On 8 October 2010 01:09, Gus Correa <gus at ldeo.columbia.edu> wrote:

> Hi Gordon
>
> Some guesses:
>
> 1) Do you have mom daemons running on the nodes?
> I.e. on the nodes, what is the output of "service pbs status" or
> "service pbs_mom status"?
>
> 2) Do your mom daemons on the nodes point to the server?
> I.e. what is the content of $TORQUE/mom_priv/config?

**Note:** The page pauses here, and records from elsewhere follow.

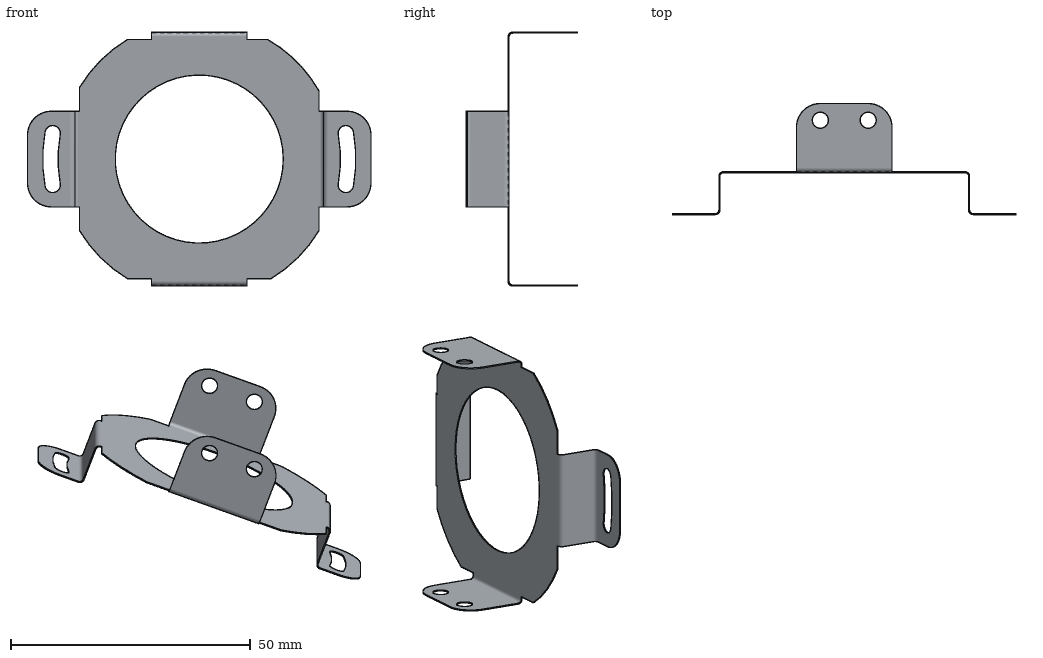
import cadquery as cq
import math

thickness = 0.25
bend_radius = 0.85
half_sheet = thickness / 2

plate_side = 50.0
corner_circle_radius = 29.1
trimmed_corner_radius = 28.75
opening_radius = 17.5

tab_width = 20.0
tab_corner_radius = 5.0
tab_overlap = 0.7

overall_width = 71.7
side_wall_span = 52.35
side_tab_depth = 8.75
slot_path_radius = 31.05
slot_width = 3.15
slot_half_angle = 10.0

overall_height = 53.0
back_tab_length = 14.5
hole_diameter = 3.3
hole_spacing = 10.0
hole_tip_distance = 3.5

cut_length = 2 * overall_width


def disc(radius):
    return cq.Workplane("XZ").circle(radius).extrude(-thickness)


def make_plate():
    square = cq.Workplane("XZ").rect(plate_side, plate_side).extrude(-thickness)
    quarter = (
        cq.Workplane("XZ")
        .rect(plate_side / 2, plate_side / 2, centered=False)
        .extrude(-thickness)
    )
    corner_trim = quarter.cut(disc(trimmed_corner_radius))
    return square.intersect(disc(corner_circle_radius)).cut(corner_trim)


def make_slot_cutter():
    """Slot bent along an arc around the plate centre, on the +X side."""
    angle = math.radians(slot_half_angle)
    inner = slot_path_radius - slot_width / 2
    outer = slot_path_radius + slot_width / 2

    def on_arc(radius, turn):
        return (radius * math.cos(turn), radius * math.sin(turn))

    def end_cap(turn):
        """Tip of the round slot end that is centred at the given angle."""
        x, z = on_arc(slot_path_radius, turn)
        reach = math.copysign(slot_width / 2, turn)
        return (x - reach * math.sin(turn), z + reach * math.cos(turn))

    return (
        cq.Workplane("XZ")
        .moveTo(*on_arc(outer, -angle))
        .threePointArc((outer, 0), on_arc(outer, angle))
        .threePointArc(end_cap(angle), on_arc(inner, angle))
        .threePointArc((inner, 0), on_arc(inner, -angle))
        .threePointArc(end_cap(-angle), on_arc(outer, -angle))
        .close()
        .extrude(cut_length, both=True)
    )


def make_side_tab():
    """Tab on the +X side."""
    start_x = plate_side / 2 - tab_overlap
    wall_x = side_wall_span / 2 - half_sheet
    plate_y = half_sheet
    tab_y = half_sheet - side_tab_depth
    path = (
        cq.Workplane("XY")
        .moveTo(start_x, plate_y)
        .lineTo(wall_x - bend_radius, plate_y)
        .tangentArcPoint((wall_x, plate_y - bend_radius), relative=False)
        .lineTo(wall_x, tab_y + bend_radius)
        .tangentArcPoint((wall_x + bend_radius, tab_y), relative=False)
        .lineTo(overall_width / 2, tab_y)
    )
    section = cq.Workplane("YZ", origin=(start_x, plate_y, 0)).rect(thickness, tab_width)
    strip = section.sweep(path)
    strip = strip.faces(">X").edges("|Y").fillet(tab_corner_radius)
    return strip.cut(make_slot_cutter())


def make_back_tab():
    """Top tab."""
    start_z = plate_side / 2 - tab_overlap
    wall_z = overall_height / 2 - half_sheet
    path = (
        cq.Workplane("YZ")
        .moveTo(half_sheet, start_z)
        .lineTo(half_sheet, wall_z - bend_radius)
        .tangentArcPoint((half_sheet + bend_radius, wall_z), relative=False)
        .lineTo(back_tab_length, wall_z)
    )
    section = cq.Workplane("XY", origin=(0, half_sheet, start_z)).rect(tab_width, thickness)
    strip = section.sweep(path)
    strip = strip.faces(">Y").edges("|Z").fillet(tab_corner_radius)
    hole_y = back_tab_length - hole_tip_distance
    holes = (
        cq.Workplane("XY")
        .pushPoints([(-hole_spacing / 2, hole_y), (hole_spacing / 2, hole_y)])
        .circle(hole_diameter / 2)
        .extrude(cut_length)
    )
    return strip.cut(holes)


side_tab = make_side_tab()
back_tab = make_back_tab()

result = (
    make_plate()
    .union(side_tab)
    .union(side_tab.mirror("YZ"))
    .union(back_tab)
    .union(back_tab.mirror("XY"))
    .cut(disc(opening_radius))
)

> Is it consistent with the server name in $TORQUE/server_name ?
>
> 3) What is the content of your /etc/hosts file on the head node
> and on each node?
> Are they the same?
> Are they consistent with your nodes file,
> i.e. head_node:$TORQUE/server_priv/nodes (i.e. same host names
> that have IP addresses listed in /etc/hosts)?
>
> 4) Are you really using the Internet to connect the nodes,
> as the fqdn names on your nodes file (sent in an old email) suggest?
> (I can't find it, maybe you can post it again.)
> Or are you using a private subnet?
>
> 5) Did you try to run hostname via mpirun on all nodes?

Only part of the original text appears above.